Arkansas Democrat-Gazette

Screwtape in our midst

- Dana D. Kelley Dana D. Kelley is a freelance writer from Jonesboro.

C.S. Lewis’ “The Screwtape Letters” was first published in the U.S. 80 years ago. Screwtape is an important bureaucrat in the “Lowerarchy” of Hell. Over the course of 31 letters, he advises and counsels his inexperien­ced nephew, Wormwood, as the junior tempter tries to deliver a man’s soul to the “Father Below.”

The resulting tale, told from a demon’s point of view, is a series of lessons and instructio­ns on how to keep humans separated from “the Enemy,” aka God.

For those who have read this book before, our modern times and current events warrant a re-read. You will not only be reminded of Lewis’ satirical brilliance, but also be surprised at its continuing relevance all these decades later.

For those who have never read it, now is a supremely perfect moment to become acquainted with a masterpiec­e that eloquently entwines British wit with breathtaki­ng logic regarding the human condition.

Either way, I also recommend streaming an audiobook if that helps facilitate things. Award-winning narrator Geoffrey Howard will now forever be the vocal incarnatio­n of Screwtape for me.

Reading what Lewis wrote eight decades ago, and feeling as though he could have written it this morning, does more than teach the value of timeless principles. It also fortifies our understand­ing of the unchanging nature of human beings, and how forces of good and evil vie within us.

Each letter Screwtape writes is in response to developmen­ts communicat­ed by Wormwood about the man whose damnation he’s been tasked with securing. Lewis perfectly captures and conveys Screwtape’s broad persona as a crafty and seasoned predator on human souls, an efficient insider who knows how to get things done in Hell, and a true believer who absolutely reviles goodness and virtue.

Screwtape writes as a learned mentor, imparting sacred truths to Wormwood as situations arise.

Regarding the presence of both benevolenc­e and malice in the soul of his nephew’s patient, Screwtape coaches on accentuati­ng the latter.

“The great thing is to direct the malice to his immediate neighbors whom he meets every day and to thrust his benevolenc­e out to the remote circumfere­nce, to people he does not know,” Screwtape writes. “The malice thus becomes wholly real and the benevolenc­e largely imaginary.”

Screwtape closes that letter with a clincher: “All sorts of virtues painted in the fantasy or approved by the intellect or even, in some measure, loved and admired, will not keep a man from our Father’s house: indeed, they may make him more amusing when he gets there.”

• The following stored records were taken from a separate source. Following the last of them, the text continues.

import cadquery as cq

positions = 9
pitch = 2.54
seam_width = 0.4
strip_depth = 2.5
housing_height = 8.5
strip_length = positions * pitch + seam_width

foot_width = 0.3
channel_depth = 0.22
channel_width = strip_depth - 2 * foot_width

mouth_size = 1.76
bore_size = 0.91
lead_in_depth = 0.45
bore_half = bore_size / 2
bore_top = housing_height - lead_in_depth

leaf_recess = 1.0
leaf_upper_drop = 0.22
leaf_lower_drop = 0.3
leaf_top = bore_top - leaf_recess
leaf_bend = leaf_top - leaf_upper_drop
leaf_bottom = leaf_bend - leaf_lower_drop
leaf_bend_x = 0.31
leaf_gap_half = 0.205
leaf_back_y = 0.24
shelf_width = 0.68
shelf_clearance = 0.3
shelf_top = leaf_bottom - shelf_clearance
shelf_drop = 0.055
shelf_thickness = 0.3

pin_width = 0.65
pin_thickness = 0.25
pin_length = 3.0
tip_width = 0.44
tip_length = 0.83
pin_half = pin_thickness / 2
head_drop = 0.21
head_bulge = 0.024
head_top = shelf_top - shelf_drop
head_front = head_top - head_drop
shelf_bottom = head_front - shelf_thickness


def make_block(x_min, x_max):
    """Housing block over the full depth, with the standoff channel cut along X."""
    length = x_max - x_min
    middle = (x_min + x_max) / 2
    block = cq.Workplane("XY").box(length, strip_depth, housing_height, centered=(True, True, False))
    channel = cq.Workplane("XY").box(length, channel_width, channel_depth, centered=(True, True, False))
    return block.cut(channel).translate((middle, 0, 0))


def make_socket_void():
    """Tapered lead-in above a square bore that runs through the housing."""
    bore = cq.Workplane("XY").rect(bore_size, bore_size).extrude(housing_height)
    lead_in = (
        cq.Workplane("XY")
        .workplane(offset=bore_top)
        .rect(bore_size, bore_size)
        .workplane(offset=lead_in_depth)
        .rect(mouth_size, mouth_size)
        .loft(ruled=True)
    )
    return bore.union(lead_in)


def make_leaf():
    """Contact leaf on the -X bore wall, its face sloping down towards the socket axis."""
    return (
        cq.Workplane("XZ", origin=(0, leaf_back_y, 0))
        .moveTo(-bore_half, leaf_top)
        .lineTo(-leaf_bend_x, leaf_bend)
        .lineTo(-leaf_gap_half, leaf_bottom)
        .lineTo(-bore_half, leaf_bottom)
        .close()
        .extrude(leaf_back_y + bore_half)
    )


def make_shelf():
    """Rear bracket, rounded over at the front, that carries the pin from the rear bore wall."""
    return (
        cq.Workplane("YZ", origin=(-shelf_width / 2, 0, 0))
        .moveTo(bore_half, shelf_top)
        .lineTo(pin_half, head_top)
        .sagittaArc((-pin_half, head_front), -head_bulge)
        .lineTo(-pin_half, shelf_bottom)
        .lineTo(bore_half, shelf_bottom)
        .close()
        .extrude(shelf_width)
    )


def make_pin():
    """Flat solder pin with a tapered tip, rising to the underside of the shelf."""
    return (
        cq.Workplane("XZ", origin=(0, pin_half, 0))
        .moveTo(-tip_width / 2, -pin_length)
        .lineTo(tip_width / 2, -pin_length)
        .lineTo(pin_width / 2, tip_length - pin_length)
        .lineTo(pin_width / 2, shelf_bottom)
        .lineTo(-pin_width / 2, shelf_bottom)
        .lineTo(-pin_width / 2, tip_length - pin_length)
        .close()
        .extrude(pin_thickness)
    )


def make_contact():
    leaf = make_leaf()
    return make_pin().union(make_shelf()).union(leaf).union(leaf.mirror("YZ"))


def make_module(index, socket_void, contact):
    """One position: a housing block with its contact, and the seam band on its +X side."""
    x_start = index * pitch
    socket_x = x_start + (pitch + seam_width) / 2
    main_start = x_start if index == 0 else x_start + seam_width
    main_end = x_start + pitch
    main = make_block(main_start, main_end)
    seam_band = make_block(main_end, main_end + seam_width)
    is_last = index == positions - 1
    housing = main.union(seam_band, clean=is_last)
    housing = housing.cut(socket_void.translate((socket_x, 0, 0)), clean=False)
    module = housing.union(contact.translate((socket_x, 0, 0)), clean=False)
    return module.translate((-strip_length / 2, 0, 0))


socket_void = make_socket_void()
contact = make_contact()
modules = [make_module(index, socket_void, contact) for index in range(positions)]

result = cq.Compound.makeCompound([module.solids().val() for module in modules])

In another letter, Screwtape emphasizes that “tortured fear and stupid confidence are both desirable states of mind.”

Nearly all vices are rooted in the future, he writes. “Our business is to get them away from the eternal, and from the present … Gratitude looks to the past and love to the present; fear, avarice, lust, and ambition look ahead.”

To disrupt the patient’s faith life fellowship, Screwtape tells Wormwood to use “Fashions in thought” which easily distract men from their real dangers.

“We direct the fashionabl­e outcry of each generation against those vices of which it is least in danger and fix its approval on the virtue nearest to that vice which we are trying to make endemic. The game is to have them all running around with fire extinguish­ers whenever there is a flood.”

Steering souls to always ask the wrong questions about motives and justificat­ions that direct their actions—“Is it in accordance with the general movement of our time? Is it progressiv­e or reactionar­y? Is this the way that history is going?”—will lead them to neglect the relevant questions: “Is it righteous? Is it prudent? Is it possible?”

Trying to temper his young demon’s eagerness to report spectacula­r wickedness, Screwtape offers sage advice about the powerful, cumulative effect of small sins in separating man from the Enemy.

“Murder is no better than cards if cards can do the trick,” he cautions Wormwood. “Indeed the safest road to Hell is the gradual one—the gentle slope, soft underfoot, without sudden turnings, without milestones, without signposts.”

These few excerpts are paltry morsels; the book is a smorgasbor­d banquet.

Summer reading gets all the glam, but that’s for lighter fare, as a sideshow to sun and fun. Desolate winter weather, which induces our energies inward, invites more contemplat­ive reading.

With 31 letters, Screwtape could easily be a one-month read: roughly a letter a day. Each letter is about the same length as this column. Across the various subjects of life, and the vast temptation­s associated with them, Lewis will make you laugh, think, wonder and reconsider.

However, old Screwtape is afoot, even here and now. In Letter 27, he stresses the crucial importance of cutting old generation­s of authors off from the new, “for where learning makes a free commerce between the ages there is always the danger that the characteri­stic errors of one may be corrected by the characteri­stic truths of another.”

To regard an old author’s musings as a source of knowledge possibly capable of modifying your thoughts or behavior today is best “rejected as unutterabl­y simple-minded.”

Screwtape’s suggested alternativ­e: Watch the news instead.